- [What is needed] Word for word, and without a single picture, repeat the entries.

++++ Data supplied

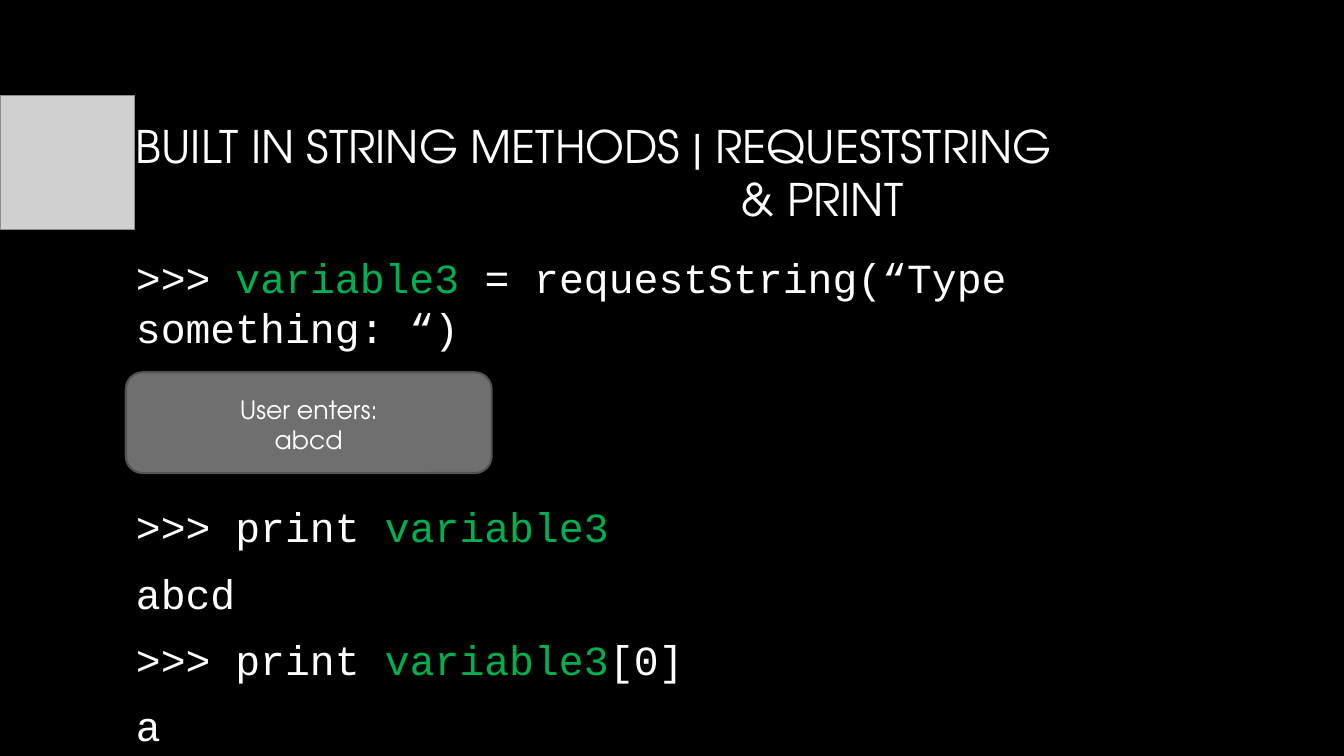
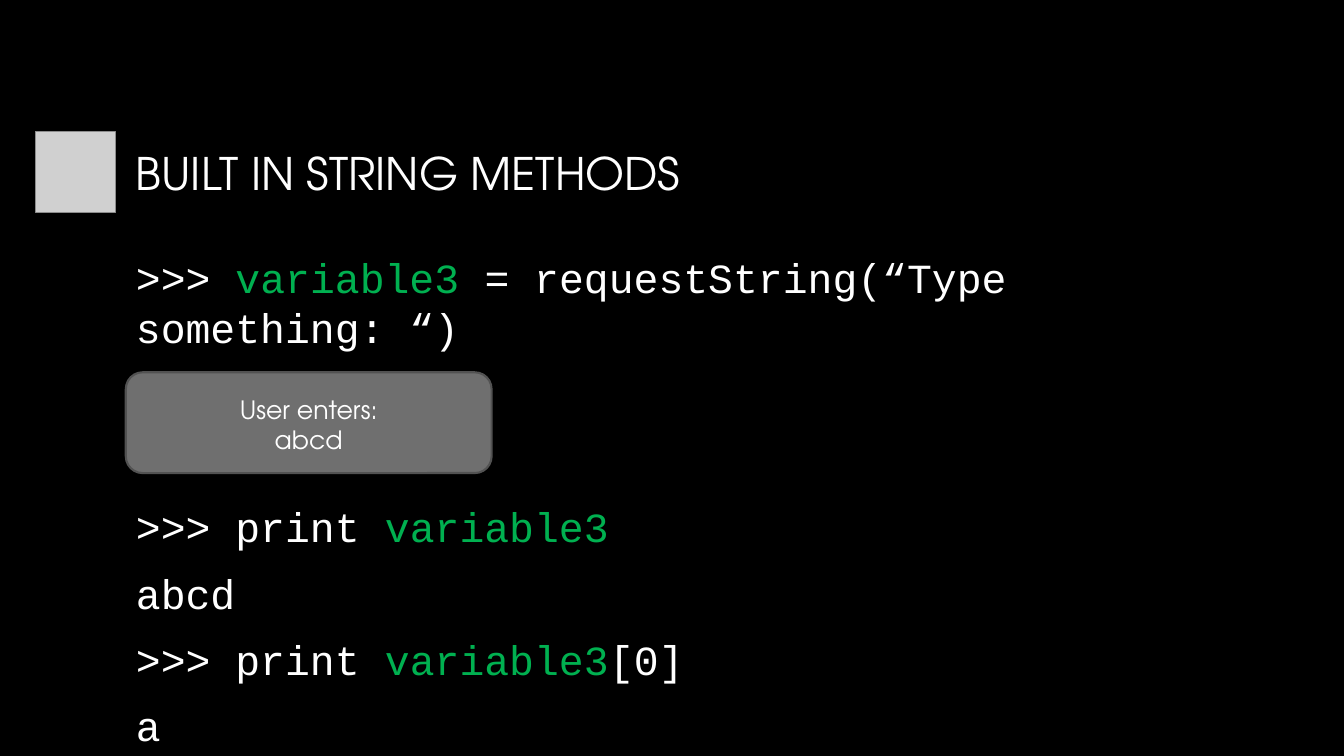
Before and after one commit to CSUMBPelicanCollective/CST205, a slide deck: slide 5 of howe_d_labs/lab10/lab10-presentation_howe_d.pptx (slide 4 before the commit). Drawn at 1344x756 pixels with LibreOffice and Linux fonts; fonts in the diff are those of the drawing; grey boxes stand for pictures; background and template pictures are left out. Boxes give left, top, right and bottom in pixels: in the first picture for what was removed or moved away, otherwise in the second. Text is boxed around its words. In the diff, an @@ line names an element or a change of style, - is before the commit and + after.

```diff
--- a/howe_d_labs/lab10/lab10-presentation_howe_d.pptx
+++ b/howe_d_labs/lab10/lab10-presentation_howe_d.pptx
@@ picture: place and size @@
-picture at bbox=[0, 95, 134, 229]
+picture at bbox=[35, 132, 116, 213]
@@ title at bbox=[136, 156, 681, 191]: text changed @@
-BUILT IN STRING METHODS | REQUESTSTRING
-& PRINT
+BUILT IN STRING METHODS
```
Also in this commit, not shown: 8 other slides changed, 5 slides added, 4 slides removed, 2 other files.

++++++++

- [Solution]
Before and after one commit to CSUMBPelicanCollective/CST205, a slide deck: slide 5 of howe_d_labs/lab10/lab10-presentation_howe_d.pptx (slide 4 before the commit). Drawn at 1344x756 pixels with LibreOffice and Linux fonts; fonts in the diff are those of the drawing; grey boxes stand for pictures; background and template pictures are left out. Boxes give left, top, right and bottom in pixels: in the first picture for what was removed or moved away, otherwise in the second. Text is boxed around its words. In the diff, an @@ line names an element or a change of style, - is before the commit and + after.

```diff
--- a/howe_d_labs/lab10/lab10-presentation_howe_d.pptx
+++ b/howe_d_labs/lab10/lab10-presentation_howe_d.pptx
@@ picture: place and size @@
-picture at bbox=[0, 95, 134, 229]
+picture at bbox=[35, 132, 116, 213]
@@ title at bbox=[136, 156, 681, 191]: text changed @@
-BUILT IN STRING METHODS | REQUESTSTRING
-& PRINT
+BUILT IN STRING METHODS
```
Also in this commit, not shown: 8 other slides changed, 5 slides added, 4 slides removed, 2 other files.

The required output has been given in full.